Pageants and modeling 
Verónica continued school, and after joining a local beauty pageant and becoming Ms. Miami, the photographer who covered the event was captivated by Mayra's photos, and invited her to his studio for free sessions. Thus, Mayra obtained her first modeling book and signed with a local agent in Miami. The agent sent her to an audition for a local TV entertainment news show "Miami Hoy" (at the time Mayra was at Florida International University majoring in psychology and theater). She did not know much about being a reporter, but determined she could act like one. She was also an exotic dancer at Pure Platinum in Ft. Lauderdale for a few years as well as at Scores in New York.

She began as a correspondent, but was promoted to celebrity hostess for Miami Hoy. She interviewed celebrities like Donald Trump, Oscar de la Renta, Hugh Hefner, and Dennis Rodman. Throughout, Verónica traveled to New York to continue acting training at the Lee Strasberg Institute to fine tune her craft, until the station (owned by Media One) was bought by AT&T Corporation and subsequently closed.

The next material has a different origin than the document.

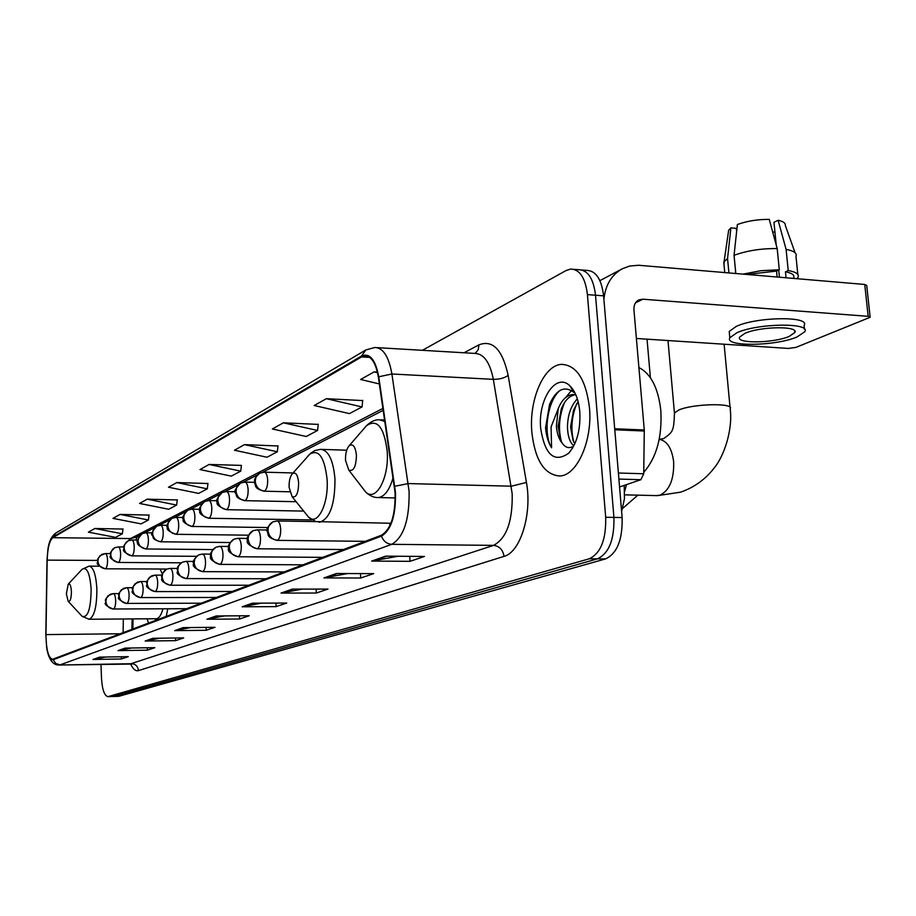 <?xml version="1.0" encoding="UTF-8"?>
<svg xmlns="http://www.w3.org/2000/svg" width="916" height="916" viewBox="0 0 916 916"><rect width="100%" height="100%" fill="white"/><g stroke="black" fill="none" stroke-linecap="round" stroke-linejoin="round"><path stroke-width="1.37" d="M624.197 485.4L624.46 498.682L621.609 511.552M133.015 618.918L132.854 629.063M389.289 523.231L390.113 525.223M147.064 618.815L148.598 623.12M166.22 616.468L167.788 608.808M100.978 664.26L101.481 678.046C102.203 689.542 104.344 695.736 107.905 696.652L118.851 696.309L605.556 558.909C617.144 553.447 622.662 539.661 622.113 517.563L603.61 295.834C601.537 279.185 595.892 270.701 586.687 270.38L581.878 269.98M107.905 696.652L589.274 558.783C600.747 553.298 606.22 539.467 605.682 517.265L587.419 294.608L595.526 295.227C593.476 278.544 587.866 270.037 578.694 269.716C587.866 270.037 593.476 278.544 595.526 295.227L613.915 517.414L595.526 295.227L603.61 295.834M589.274 558.783L597.438 558.852C608.957 553.379 614.453 539.558 613.915 517.414C614.453 539.558 608.957 553.379 597.438 558.852L113.618 696.435L597.438 558.852L605.556 558.909M589.457 407.769C585.919 379.613 576.633 365.152 561.6 364.362C543.795 364.98 528.91 399.937 531.83 432.043C534.967 459.958 544.196 474.603 559.539 475.988C576.805 476.034 592.652 441.008 589.457 407.769C585.919 379.613 576.633 365.152 561.6 364.362C543.795 364.98 528.91 399.937 531.83 432.043C534.967 459.958 544.196 474.603 559.539 475.988C576.805 476.034 592.652 441.008 589.457 407.769M395.094 492.785C395.449 515.273 390.892 529.425 381.411 535.23L52.521 659.291C48.353 657.78 46.178 649.547 45.972 634.593L47.174 560.123C47.598 548.043 49.487 540.566 52.819 537.692L361.557 356.919L364.74 355.843C371.358 355.946 375.904 363.045 378.365 377.14L395.094 492.785M395.494 492.613L378.743 376.774C375.468 359.507 369.72 352.603 361.499 356.061L52.796 537.12C50.655 538.574 49.029 542.661 47.907 549.371L47.014 560.111L45.811 634.57L46.705 648.013C48.205 656.417 50.334 660.333 53.128 659.749L381.468 536.123C391.189 530.181 395.861 515.685 395.494 492.613M105.58 657.024L92.963 659.474L121.381 658.982L128.286 656.658L99.604 657.127L92.963 659.474M121.301 656.772L121.381 658.982M131.664 647.99L118.015 650.623L147.407 650.188L154.861 647.658L125.206 648.093L118.015 650.623M147.304 647.772L147.407 650.188M159.968 638.2L145.175 641.04L175.586 640.65L183.681 637.914L152.972 638.292L145.175 641.04M175.471 638.005L175.586 640.65M190.791 627.54L174.693 630.62L206.203 630.288L215.02 627.311L183.189 627.62L174.693 630.62M206.066 627.391L206.203 630.288M397.922 556.252L371.69 561.084L410.036 561.325L424.44 556.447L385.647 556.161L371.69 561.084M409.715 556.344L410.036 561.325M347.507 573.553L323.966 577.927L360.732 578.007L373.659 573.634L336.47 573.519L323.966 577.927M360.469 573.588L360.732 578.007M302.28 589.102L281.029 593.087L316.341 593.03L327.997 589.08L292.307 589.102L281.029 593.087M316.112 589.091L316.341 593.03M261.484 603.152L242.19 606.793L276.14 606.621L286.719 603.049L252.415 603.186L242.19 606.793M275.956 603.094L276.14 606.621M224.489 615.907L206.901 619.25L239.591 618.998L249.232 615.735L216.21 615.964L206.901 619.25M239.431 615.804L239.591 618.998M587.419 294.608C585.37 277.892 579.794 269.373 570.679 269.052L566.134 270.506L422.368 350.313M177.28 499.953L147.224 499.163L139.576 503.445L168.704 509.262L176.628 505.071L177.303 499.77M149.056 515.078L120.007 514.426L112.966 518.376L141.098 523.872L148.415 520.002L149.068 514.907M122.984 529.047L94.898 528.509L88.383 532.162L115.599 537.371L122.355 533.788L123.007 528.887M277.995 445.978L244.446 444.626L234.473 450.225L267.014 457.244L277.33 451.771L278.017 445.771M318.241 424.406L283.353 422.814L272.361 428.974L306.207 436.497L317.577 430.474L318.264 424.188M362.69 400.578L326.371 398.689L314.199 405.513L349.454 413.608L362.038 406.944L362.713 400.349M377.403 372.045L374.175 371.873L360.618 379.476L379.361 383.941M207.943 483.511L176.811 482.572L168.487 487.232L198.669 493.403L207.291 488.846L207.966 483.327M209.088 464.458L199.997 469.565L231.313 476.125L240.725 471.145L241.412 465.397L209.088 464.458L240.725 471.145M244.446 444.626L277.33 451.771M283.353 422.814L317.577 430.474M326.371 398.689L362.038 406.944M374.175 371.873L377.552 372.686M176.811 482.572L207.291 488.846M147.224 499.163L176.628 505.071M120.007 514.426L148.415 520.002M94.898 528.509L122.355 533.788M643.753 472.324C656.543 457.599 662.234 437.001 660.825 410.517C658.238 387.995 650.933 373.671 638.899 367.534M573.794 445.817C569.809 442.394 567.702 436.027 567.462 426.73C567.76 414.845 571.057 405.559 577.343 398.884M574.824 443.756L573.072 440.607L570.576 426.867L573.588 410.036L578.133 401.632M569.992 385.968C556.264 371.724 537.726 399.49 540.669 428.322C544.905 454.977 554.272 463.267 568.744 453.191C576.954 443.459 580.641 429.684 579.794 411.845C578.672 400.029 575.408 391.407 569.992 385.968L574.092 392.54C564.634 385.35 556.459 389.254 549.6 404.254L545.57 427.68C546.257 435.924 548.272 442.634 551.592 447.81L551.066 426.959L558.222 408.708L556.378 426.272C557.054 433.863 559.092 439.623 562.504 443.573L560.684 440.436L558.107 426.341L561.268 409.051C564.565 400.647 569.214 395.884 575.202 394.75M558.222 408.708C561.645 400.086 566.454 395.369 572.637 394.544L575.889 394.933M562.504 443.573C565.378 447.386 568.584 448.485 572.134 446.871M551.592 447.81C543.016 433.909 547.173 401.071 559.905 390.491M561.611 442.233C558.05 429.696 559 416.528 564.462 402.719M573.954 442.382C570.496 430.119 571.412 417.227 576.702 403.704M565.504 397.659L571.527 390.502M619.56 486.98L640.891 479.698L618.907 479.079M603.896 299.36C605.407 284.933 611.602 274.708 622.491 268.686L629.613 266.064L638.578 265.262L864.75 284.452L866.731 285.471L870.108 316.879M636.391 338.473L788.436 348.435L795.889 347.404L870.154 317.291L868.162 316.329L642.837 299.2L638.727 299.956C635.303 301.856 633.7 305.131 633.929 309.803L644.28 429.982L643.73 473.767L640.891 479.698M789.168 336.412L794.767 332.611C799.553 325.775 760.005 326.336 744.88 333.367L739.681 337.042C735.411 343.798 773.642 343.282 789.168 336.412M795.088 252.77L785.287 225.393C785.642 223.092 783.249 221.386 778.119 220.264L773.974 222.348L776.241 245.087M778.726 270.048L779.436 277.204M804.488 329.188L804.099 325.42C810.729 315.974 756.627 316.718 736.189 326.44L729.228 331.455L729.457 333.859M736.796 332.806L729.823 337.775C724.144 346.946 775.806 346.248 797.023 336.962L804.74 331.752C811.393 322.421 757.257 323.199 736.796 332.806M735.788 273.495L734.048 255.312L737.391 224.512C747.009 221.031 757.624 219.325 769.245 219.371L777.192 248.579L779.298 269.773L776.539 271.067L747.009 274.445M779.298 269.773L761.047 270.689L743.071 274.113M777.192 248.579C761.333 248.396 746.952 250.641 734.048 255.312M736.647 231.336L736.361 228.382L730.899 227.855L727.556 258.518L728.918 272.911M727.556 258.518L724.052 261.816L724.041 265.033M730.899 227.855L728.667 230.214L728.357 232.286M774.947 232.137L772.657 231.92M793.771 278.418L793.691 277.594C794.664 274.96 791.916 273.037 785.447 271.834L788.229 270.552L786.1 249.404L778.119 220.264M786.043 277.766L785.447 271.834M776.539 271.067L777.134 277.01M797.069 278.704L798.099 277.204C799.233 274.113 795.935 271.903 788.229 270.552M796.164 255.782C796.68 252.839 793.325 250.721 786.1 249.404M345.527 460.393L348.79 470.08C353.553 471.751 356.106 466.782 356.427 455.172C355.351 446.39 352.9 443.275 349.088 445.829C346.523 448.932 345.332 453.786 345.527 460.393M624.701 491.4L626.464 484.621M289.113 487.369L292.101 496.667C296.2 498.075 298.387 493.449 298.65 482.812C297.734 474.625 295.616 471.614 292.307 473.79C290.017 476.583 288.952 481.106 289.113 487.369M66.364 593.912L68.208 601.331C70.234 601.904 71.299 598.629 71.402 591.496C70.99 585.645 69.925 583.194 68.219 584.168L66.364 593.912M156.086 618.747L156.327 618.735C158.983 618.449 161.193 615.14 162.934 608.831M162.269 573.748L160.048 569.019M622.113 517.563L605.682 517.265M118.851 696.309L108.363 696.572M463.988 352.775L478.954 344.851C492.739 339.527 502.483 349.717 508.151 375.4L526.437 482.469C532.333 513.933 520.322 552.44 504.006 556.39L138.453 670.592C137.869 666.275 135.499 663.928 131.343 663.573L493.552 545.375C506.525 538.425 512.731 521.227 512.181 493.758L493.335 379.339C489.911 362.198 483.682 353.542 474.648 353.404L377.186 347.645M138.453 670.592C135.545 671.359 132.9 669.069 130.541 663.722L59.38 665.016L132.041 664.054M361.499 356.061L365.816 349.969L374.701 347.496C383.037 347.588 388.773 356.427 391.899 373.991L409.097 491.32C409.544 519.509 403.773 537.177 391.785 544.322C386.873 543.944 383.438 541.219 381.468 536.123M394.83 486.27L408.273 483.568L511.277 486.201L526.437 482.469M52.796 537.12L55.968 532.929L365.816 349.969M508.151 375.4C504.418 378.068 499.483 379.384 493.335 379.339L391.899 373.991L378.743 376.774M53.128 659.749L55.796 663.493L60.101 664.867L391.785 544.322L493.552 545.375C499.46 546.096 502.941 549.76 504.006 556.39M475.232 353.37L478.152 349.786L478.954 344.851M52.819 537.692L130.496 538.562L128.389 540.715M47.174 560.123L97.588 560.42M45.972 634.593L120.385 633.769M123.328 618.998L123.11 632.738M361.557 356.919L369.72 357.389M382.957 408.399L130.496 538.562L135.969 537.257M208.046 619.136L217.046 615.964M243.381 606.678L253.285 603.186M282.254 592.973L293.212 589.102M325.249 577.813L337.42 573.519M373.03 560.97L386.632 556.172M175.792 630.506L184.001 627.609M146.228 640.925L153.751 638.28M119.046 650.52L125.961 648.081M93.947 659.36L100.325 657.115M635.521 302.818L642.837 299.2M614.705 428.757L644.28 429.982M868.162 316.329L864.75 284.452M644.314 431.001L614.785 429.787M618.392 473.011L643.73 473.767M659.222 439.314C667.088 440.768 671.897 448.302 673.661 461.904C674.142 479.274 669.596 490.358 660.024 495.178L656.234 495.613M674.554 414.215L674.428 412.898L679.191 409.83C693.836 403.624 734.689 402.845 730.189 408.799C733.029 430.44 723.503 456.809 714.572 467.481C705.641 479.217 694.282 487.449 680.508 492.178L657.528 495.636L624.701 494.846M362.003 487.278L365.633 491.984C375.892 502.483 389.334 477.843 387.193 451.199C384.044 426.925 377.117 418.452 366.434 425.768L364.957 427.474M376.877 497.514L378.342 497.56C384.594 496.701 389.518 490.049 393.124 477.58M384.88 421.52L379.281 419.757C375.01 419.608 370.728 421.612 366.434 425.768L349.088 445.829M305.83 513.761L308.589 517.185C317.543 526.356 328.89 503.754 327.092 479.24C324.413 456.626 318.425 448.428 309.139 454.657L308.062 455.882M318.894 522.12L319.947 522.143C330.046 518.445 335.05 504.006 334.958 478.839C333.206 459.958 328.42 450.122 320.577 449.344L314.932 450.523L310.661 453.202L292.307 473.79M81.467 615.632L82.108 616.331C87.822 618.071 90.833 609.071 91.142 589.332C89.917 573.164 86.906 566.489 82.108 569.283L81.89 569.512M88.875 619.262L89.092 619.25C94.279 616.915 96.878 606.839 96.878 589.022C95.985 574.641 93.386 567.004 89.081 566.134L82.108 569.283L68.219 584.168M277.468 540.234C279.689 538.711 280.765 534.99 280.685 529.07C280.25 523.952 279.025 521.261 276.998 520.986L273.037 521.811C269.647 523.528 267.964 526.437 267.999 530.547C268.846 536.364 272.006 539.593 277.468 540.234L276.964 540.36C265.48 537.108 268.892 533.994 267.323 531.509C265.755 529.734 267.655 526.505 273.037 521.811L276.46 521.124M257.43 548.65C259.549 547.184 260.568 543.566 260.488 537.784C260.075 532.78 258.907 530.146 256.984 529.872L253.125 530.673C249.805 532.356 248.144 535.196 248.167 539.215C248.992 544.894 252.072 548.031 257.43 548.65L256.961 548.764C249.106 545.638 245.98 542.856 247.572 540.394C245.969 538.619 247.824 535.379 253.125 530.673L256.48 529.998M238.355 556.653C240.37 555.245 241.343 551.718 241.274 546.085C240.885 541.184 239.774 538.597 237.931 538.322L234.175 539.112C230.912 540.761 229.286 543.543 229.298 547.459C230.088 553.001 233.111 556.069 238.355 556.653L237.92 556.756C230.065 553.55 226.996 550.722 228.714 548.295C227.294 546.371 229.114 543.314 234.175 539.112L237.462 538.436M220.184 564.279C222.107 562.928 223.035 559.493 222.977 553.985C222.599 549.188 221.535 546.646 219.783 546.371L216.119 547.15C212.913 548.764 211.31 551.489 211.321 555.314C212.088 560.729 215.042 563.718 220.184 564.279L219.771 564.382C212.1 561.222 209.111 558.497 210.783 556.23C209.375 554.295 211.149 551.272 216.119 547.15L219.348 546.486M202.86 571.561C204.692 570.256 205.573 566.912 205.516 561.531C205.161 556.825 204.142 554.329 202.459 554.054L198.886 554.81L196.619 556.356L194.73 559.264L194.169 562.813C194.913 568.103 197.81 571.011 202.86 571.561L202.47 571.653C194.982 568.596 192.062 565.951 193.677 563.741C192.337 561.691 194.066 558.714 198.886 554.81L202.058 554.157M186.303 578.511C188.055 577.252 188.902 573.989 188.856 568.733C188.513 564.119 187.54 561.668 185.925 561.394L182.433 562.138L180.212 563.638L178.345 566.5L177.796 569.958C178.517 575.134 181.357 577.985 186.303 578.511L185.948 578.591C178.906 575.843 176.078 573.53 177.464 571.676C178.242 569.477 174.487 568.515 182.433 562.138L185.547 561.485M170.479 585.152C172.151 583.939 172.975 580.755 172.918 575.614C172.597 571.08 171.658 568.687 170.124 568.412L166.712 569.134L164.525 570.611L162.693 573.405L162.143 576.805C162.842 581.866 165.624 584.648 170.479 585.152L170.147 585.232C163.414 582.69 160.666 580.504 161.88 578.683C162.682 576.931 158.479 576.611 166.712 569.134L169.758 568.493M155.342 591.507C156.945 590.328 157.724 587.225 157.678 582.198C157.369 577.756 156.476 575.397 154.999 575.122L149.514 577.286L147.705 580.023L147.167 583.343C147.842 588.301 150.567 591.026 155.342 591.507L155.022 591.587C148.14 588.816 145.426 586.561 146.858 584.82C147.877 582.553 143.434 583.515 151.655 575.832L154.655 575.202M140.835 597.598C142.381 596.465 143.125 593.431 143.091 588.496C142.793 584.133 141.934 581.82 140.514 581.545L135.133 583.675L133.358 586.355L132.82 589.618C133.484 594.461 136.152 597.129 140.835 597.598L140.537 597.667C133.644 594.805 130.965 592.526 132.499 590.831C133.656 588.438 129.076 589.938 137.251 582.244L140.194 581.626M140.068 597.564L216.565 597.461M126.935 603.438C128.412 602.327 129.133 599.373 129.099 594.541C128.812 590.259 127.988 587.98 126.626 587.706L121.347 589.79L119.607 592.434L119.069 595.618C119.71 600.369 122.332 602.98 126.935 603.438L126.66 603.495C119.916 600.713 117.282 598.492 118.782 596.831C119.916 594.484 115.382 595.995 123.431 588.393L126.328 587.786M126.225 603.404L201.371 603.197M113.595 609.037C115.015 607.972 115.702 605.064 115.668 600.335C115.405 596.133 114.603 593.9 113.298 593.625L108.122 595.675L106.405 598.263L105.878 601.388C106.496 606.048 109.073 608.59 113.595 609.037L113.332 609.094C106.657 606.3 104.069 604.113 105.603 602.556C106.725 600.255 102.294 601.72 110.172 594.301L113.011 593.694M112.931 609.003L186.795 608.705M264.552 491.045C266.705 489.407 267.747 485.686 267.667 479.881C267.266 474.969 266.098 472.404 264.186 472.164L259.766 473.183L257.556 474.832L255.736 477.843L255.232 481.461C256.056 487.163 259.171 490.358 264.552 491.045L263.98 491.205C253.423 488.228 256.251 485.537 254.694 483.316C255.472 480.774 251.694 480.556 259.766 473.183M263.716 491.194L289.731 491.789M245.167 500.514C247.217 498.945 248.202 495.327 248.133 489.659C247.744 484.85 246.644 482.331 244.812 482.091L240.507 483.075L238.343 484.69L236.557 487.644L236.042 491.182C236.843 496.735 239.889 499.85 245.167 500.514L244.641 500.663C234.141 497.594 237.198 495.27 235.584 493.106C233.637 492.132 235.275 488.789 240.507 483.075M244.4 500.651L296.154 501.716M226.699 509.536C228.656 508.025 229.595 504.51 229.527 498.968C229.16 494.251 228.107 491.778 226.355 491.537L222.164 492.51L220.035 494.09L218.271 496.976L217.768 500.434C218.546 505.861 221.523 508.895 226.699 509.536L226.206 509.674C218.878 506.731 215.924 504.235 217.332 502.186C215.466 501.212 217.081 497.983 222.164 492.51M209.088 518.135C210.955 516.681 211.859 513.258 211.802 507.842C211.447 503.228 210.44 500.789 208.756 500.548L204.669 501.499L202.585 503.044L200.844 505.872L200.352 509.25C201.108 514.563 204.016 517.517 209.088 518.135L208.63 518.261C201.52 515.479 198.635 513.063 199.951 511.014C198.154 509.88 199.734 506.708 204.669 501.499M192.28 526.345C194.055 524.948 194.925 521.605 194.868 516.315C194.536 511.781 193.562 509.399 191.959 509.147L187.975 510.075L185.914 511.597L184.219 514.368L183.715 517.677C184.448 522.864 187.299 525.75 192.28 526.345L191.845 526.46C184.849 523.689 182.021 521.364 183.372 519.464C181.608 518.284 183.143 515.158 187.975 510.075M176.216 534.188C177.922 532.837 178.746 529.585 178.7 524.41C178.38 519.967 177.452 517.62 175.906 517.368L172.013 518.284L169.998 519.773L168.315 522.486L167.823 525.727C168.533 530.799 171.326 533.627 176.216 534.188L175.815 534.303C168.933 531.566 166.174 529.288 167.514 527.49C165.785 526.345 167.285 523.288 172.013 518.284L175.483 517.494M160.85 541.688C162.476 540.394 163.266 537.211 163.22 532.15C162.922 527.788 162.029 525.486 160.552 525.234L156.751 526.128L154.758 527.593L153.109 530.25L152.629 533.421C153.316 538.39 156.052 541.15 160.85 541.688L160.472 541.803C150.785 538.871 153.899 537.051 152.365 535.265C150.476 534.864 151.93 531.818 156.751 526.128L160.163 525.349M160.334 541.791L230.168 542.524M146.136 548.879C147.694 547.619 148.461 544.516 148.415 539.57C148.117 535.276 147.27 533.009 145.85 532.769L142.129 533.639L140.171 535.081L138.556 537.681L138.076 540.784C138.74 545.661 141.43 548.352 146.136 548.879L145.781 548.982C139.152 546.302 136.495 544.161 137.835 542.558C135.969 542.306 137.4 539.341 142.129 533.639L145.484 532.872M145.655 548.982L212.89 549.566M132.03 555.772C133.53 554.558 134.263 551.524 134.217 546.669C133.942 542.455 133.129 540.234 131.767 539.982L128.114 540.841L126.202 542.249L124.599 544.802L124.118 547.848C124.771 552.623 127.404 555.256 132.03 555.772L131.698 555.863C124.942 553.001 122.309 550.745 123.82 549.085C124.828 546.737 120.786 548.146 128.114 540.841L131.412 540.085M131.583 555.863L196.562 556.321M118.508 562.378C119.939 561.199 120.649 558.233 120.614 553.482C120.34 549.348 119.549 547.15 118.244 546.909L114.672 547.745L112.794 549.142L111.214 551.638L110.744 554.627C111.374 559.298 113.962 561.886 118.508 562.378L118.187 562.458C111.5 559.596 108.924 557.386 110.458 555.829C111.454 553.527 107.481 554.901 114.672 547.745L117.912 547.001M105.523 568.721C106.897 567.577 107.573 564.68 107.538 560.019C107.287 555.955 106.531 553.802 105.271 553.55L99.913 555.749L98.367 558.199L97.898 561.13C98.516 565.71 101.058 568.241 105.523 568.721L105.226 568.802C98.573 565.882 96.043 563.695 97.623 562.218C98.676 559.951 94.623 561.554 101.779 554.375L104.962 553.642M47.907 549.371C48.903 541.562 51.594 536.078 55.968 532.929M46.705 648.013C48.365 657.791 52.189 665.474 59.38 665.016M573.84 269.315L578.694 269.716M364.74 355.843L366.663 355.958M383.243 410.334L262.56 472.278M257.281 474.992L243.232 482.205M238.091 484.839L224.821 491.652M219.794 494.228L207.268 500.663M202.356 503.182L190.517 509.262M185.708 511.723L174.498 517.483M169.792 519.899L159.189 525.337M154.575 527.708L144.51 532.872M139.999 535.184L135.808 537.337M137.263 536.593L135.877 540.028M132.099 618.93L131.938 629.407M575.786 394.704L572.637 394.544M572.718 447.844L568.744 453.191M599.911 280.639L621.918 268.995M794.584 330.745L794.767 332.611M729.228 331.455L729.823 337.775M723.789 262.377L724.751 272.556M728.667 230.214L724.052 261.816M795.981 256.331L797.825 274.445M667.993 340.546L674.428 412.898C673.947 432.341 672.344 432.031 663.791 438.546L659.554 439.348M348.79 470.08L365.633 491.984C369.824 495.911 374.06 497.777 378.342 497.56L395.254 497.938M384.663 419.975L381.045 419.826M730.052 407.402L724.121 344.221M622.64 508.426L637.845 495.167M292.101 496.667L308.589 517.185L315.883 521.616L390.949 523.254M346.706 450.214L321.882 449.39M650.394 377.701L647.04 339.172M68.208 601.331L82.108 616.331L89.092 619.25L156.327 618.735M154.793 618.747L156.212 620.247M99.42 566.18L89.379 566.134M365.244 541.333L276.964 540.36M315.802 521.593L277.239 520.986M343.5 549.543L256.961 548.764M267.312 530.009L257.19 529.872M322.798 557.352L237.92 556.756M247.549 538.436L238.114 538.322M303.047 564.817L219.771 564.382M228.748 546.463L219.943 546.371M284.189 571.928L202.47 571.653M210.84 554.123L202.608 554.054M266.167 578.74L185.948 578.591M193.757 561.439L186.062 561.394M248.912 585.244L170.147 585.232M177.441 568.435L170.239 568.412M232.401 591.484L155.022 591.587M161.857 575.134L154.999 575.122M146.938 581.557L140.514 581.545M132.648 587.706L126.626 587.706M118.954 593.614L113.298 593.625M293.028 472.954L264.461 472.175M254.579 482.331L245.053 482.091M303.677 511.082L226.206 509.674M235.423 491.743L226.584 491.537M312.001 519.922L208.63 518.261M217.195 500.72L208.963 500.548M267.804 527.536L191.845 526.46M199.803 509.296L192.142 509.159M248.454 535.184L175.815 534.303M183.223 517.494L176.078 517.38M167.365 525.337L160.701 525.234M152.205 532.849L145.988 532.769M137.698 540.051L131.881 539.982M181.196 562.802L118.187 562.458M123.797 546.955L118.359 546.909M166.918 569.042L105.226 568.802M110.458 553.596L105.374 553.55"/></g></svg>

Verónica landed a made-for-TV movie called The Suitor and did commercial campaigns for Nike, L'Oréal, and Coca-Cola. Univision announced a new show hosted by Don Francisco. They wanted Verónica to be their model and co-host, but with one catch. Due to her ample curves, her last appearance on screen for the day would entail her backside presented before turning around to face the camera, to which she gladly agreed. Once the show aired, the model with the great backside became the talk of Latinos everywhere, so much so, the American press became interested.

Cover girl 
FHM, the top men's magazine of the time, contacted Veronica's publicist to ask for a feature spread on their magazine. Veronica agreed and after mail requesting her return, she went on to appear on the cover of the FHM exclusive collection book, which included top sex symbols of the decade such as Pamela Anderson, Eva Longoria, and Carmen Electra.
From 2004 to 2010, Mayra Verónica made FHM'''s "Sexiest Women in the World" list six years in a row. She was featured on other covers for FHM, Maxim, Edge, GQ, Cosmo, Shape and over 100 other national and international covers. Her popularity on such covers made her website one of the top traffic websites, with more than 4 million hits biweekly.
With her popularity came email from soldiers stationed in Iraq asking for her posters and, by now, famous calendars. Veronica's management sent a care package of approximately 5000 posters. Shortly thereafter, the military named her the favorite pin-up girl for the US Marines and the USO asked her to tour with the troops.

 USO tour 
The USO tour became a special Thanksgiving tour with Vice Chairman of the Joint Chiefs of Staff General James Cartwright, actor Wilmer Valderrama, and comedian Russell Peters, traveling to six countries in six days: Iraq, Afghanistan, Germany, Turkey, Africa, and Greenland. The troops' response was overwhelming and although Verónica had previously decided not to do any more calendars, she changed her mind and appeared on one in 2008, dedicating proceeds to the Wounded Warrior Project.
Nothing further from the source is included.